Spiking Tucker Fusion Transformer for Audio-Visual Zero-Shot Learning

Wenrui Li,Penghong Wang,Ruiqin Xiong,Xiaopeng Fan
2024-07-11
Abstract:The spiking neural networks (SNNs) that efficiently encode temporal sequences have shown great potential in extracting audio-visual joint feature representations. However, coupling SNNs (binary spike sequences) with transformers (float-point sequences) to jointly explore the temporal-semantic information still facing challenges. In this paper, we introduce a novel Spiking Tucker Fusion Transformer (STFT) for audio-visual zero-shot learning (ZSL). The STFT leverage the temporal and semantic information from different time steps to generate robust representations. The time-step factor (TSF) is introduced to dynamically synthesis the subsequent inference information. To guide the formation of input membrane potentials and reduce the spike noise, we propose a global-local pooling (GLP) which combines the max and average pooling operations. Furthermore, the thresholds of the spiking neurons are dynamically adjusted based on semantic and temporal cues.

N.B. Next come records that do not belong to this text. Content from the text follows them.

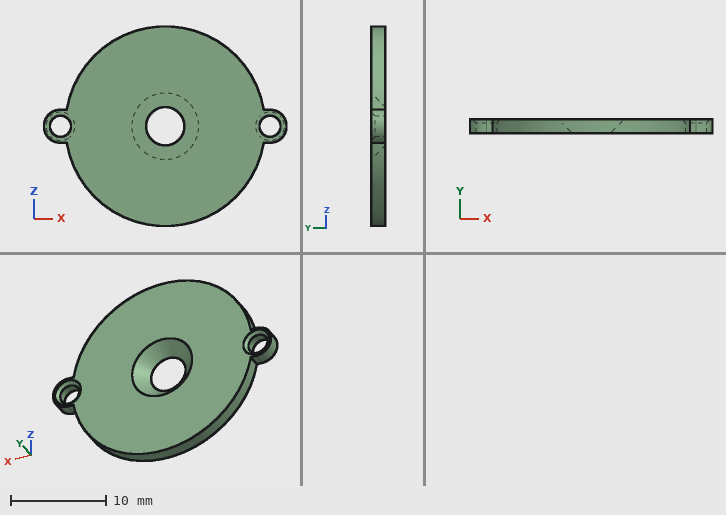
import cadquery as cq

thickness = 1.5
disc_diameter = 21.0
overall_length = 25.5
ear_width = 3.5
center_hole_diameter = 4.0
ear_hole_diameter = 2.2
ear_countersink_depth = 0.4

back_y = thickness / 2
ear_hole_x = (overall_length - ear_width) / 2
center_countersink_depth = thickness


def make_plate():
    """Disc joined with a round-ended bar whose two ends form the ears."""
    disc = cq.Workplane("XZ").circle(disc_diameter / 2).extrude(thickness / 2, both=True)
    bar = cq.Workplane("XZ").slot2D(overall_length, ear_width).extrude(thickness / 2, both=True)
    return disc.union(bar)


def countersunk_hole(x, diameter, countersink_depth):
    """Cutter for a through hole along Y with a 45 degree countersink in the +Y face."""
    radius = diameter / 2
    back_center = cq.Vector(x, back_y, 0)
    inward = cq.Vector(0, -1, 0)
    bore = cq.Solid.makeCylinder(radius, thickness, back_center, inward)
    countersink = cq.Solid.makeCone(
        radius + countersink_depth, radius, countersink_depth, back_center, inward
    )
    return cq.Workplane(bore).union(cq.Workplane(countersink))


result = make_plate()
result = result.cut(countersunk_hole(0, center_hole_diameter, center_countersink_depth))
for side in (-1, 1):
    result = result.cut(countersunk_hole(side * ear_hole_x, ear_hole_diameter, ear_countersink_depth))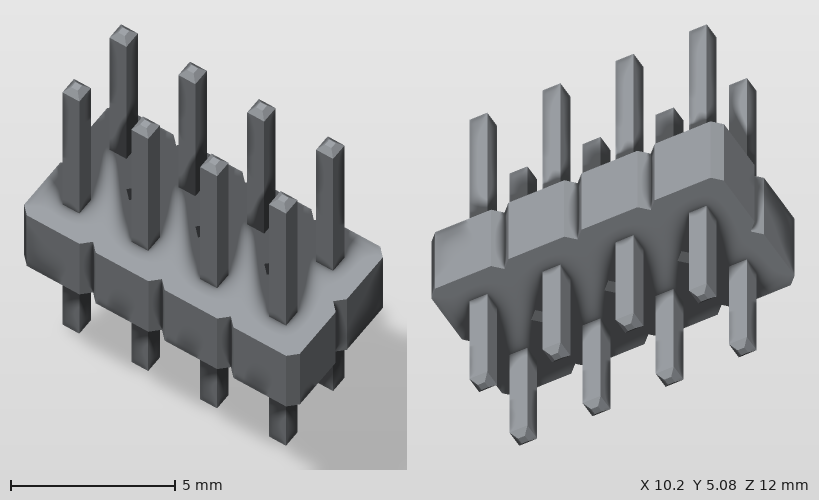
import cadquery as cq

columns = 4
rows = 2
header_length = 10.16
total_height = 12.0
tail_length = 3.67
block_height = 2.53
corner_chamfer = 0.3
pin_width = 0.62
tip_width = 0.24
tip_height = 0.19

pitch = header_length / columns
shank_height = total_height - 2 * tip_height


def make_block():
    """Square insulator block with chamfered vertical edges, standing on Z = 0."""
    return (
        cq.Workplane("XY")
        .rect(pitch, pitch)
        .extrude(block_height)
        .edges("|Z")
        .chamfer(corner_chamfer)
    )


def make_tip(base_z, direction):
    """Truncated pyramid that closes a pin end; direction is +1 for up, -1 for down."""
    return (
        cq.Workplane("XY", origin=(0, 0, base_z))
        .rect(pin_width, pin_width)
        .workplane(offset=direction * tip_height)
        .rect(tip_width, tip_width)
        .loft(ruled=True)
    )


def make_pin():
    """Square pin with a tapered tip at both ends."""
    shank_bottom = tip_height - tail_length
    shank = (
        cq.Workplane("XY", origin=(0, 0, shank_bottom))
        .rect(pin_width, pin_width)
        .extrude(shank_height)
    )
    lower_tip = make_tip(shank_bottom, -1)
    upper_tip = make_tip(shank_bottom + shank_height, 1)
    return shank.union(lower_tip).union(upper_tip)


def make_contact_unit(x, y):
    """One block and its pin as a single solid, centred on (x, y)."""
    return make_block().union(make_pin()).translate((x, y, 0))


contact_units = []
for column in range(columns):
    for row in range(rows):
        x = (column - (columns - 1) / 2) * pitch
        y = (row - (rows - 1) / 2) * pitch
        contact_units.append(make_contact_unit(x, y).val())

result = cq.Compound.makeCompound(contact_units)

Integrating the temporal and semantic information extracted by SNNs and Transformers are difficult due to the increased number of parameters in a straightforward bilinear model. To address this, we introduce a temporal-semantic Tucker fusion module, which achieves multi-scale fusion of SNN and Transformer outputs while maintaining full second-order interactions. Our experimental results demonstrate the effectiveness of the proposed approach in achieving state-of-the-art performance in three benchmark datasets. The harmonic mean (HM) improvement of VGGSound, UCF101 and ActivityNet are around 15.4\%, 3.9\%, and 14.9\%, respectively.
Multimedia,Computer Vision and Pattern Recognition,Sound,Audio and Speech Processing
What problem does this paper attempt to address?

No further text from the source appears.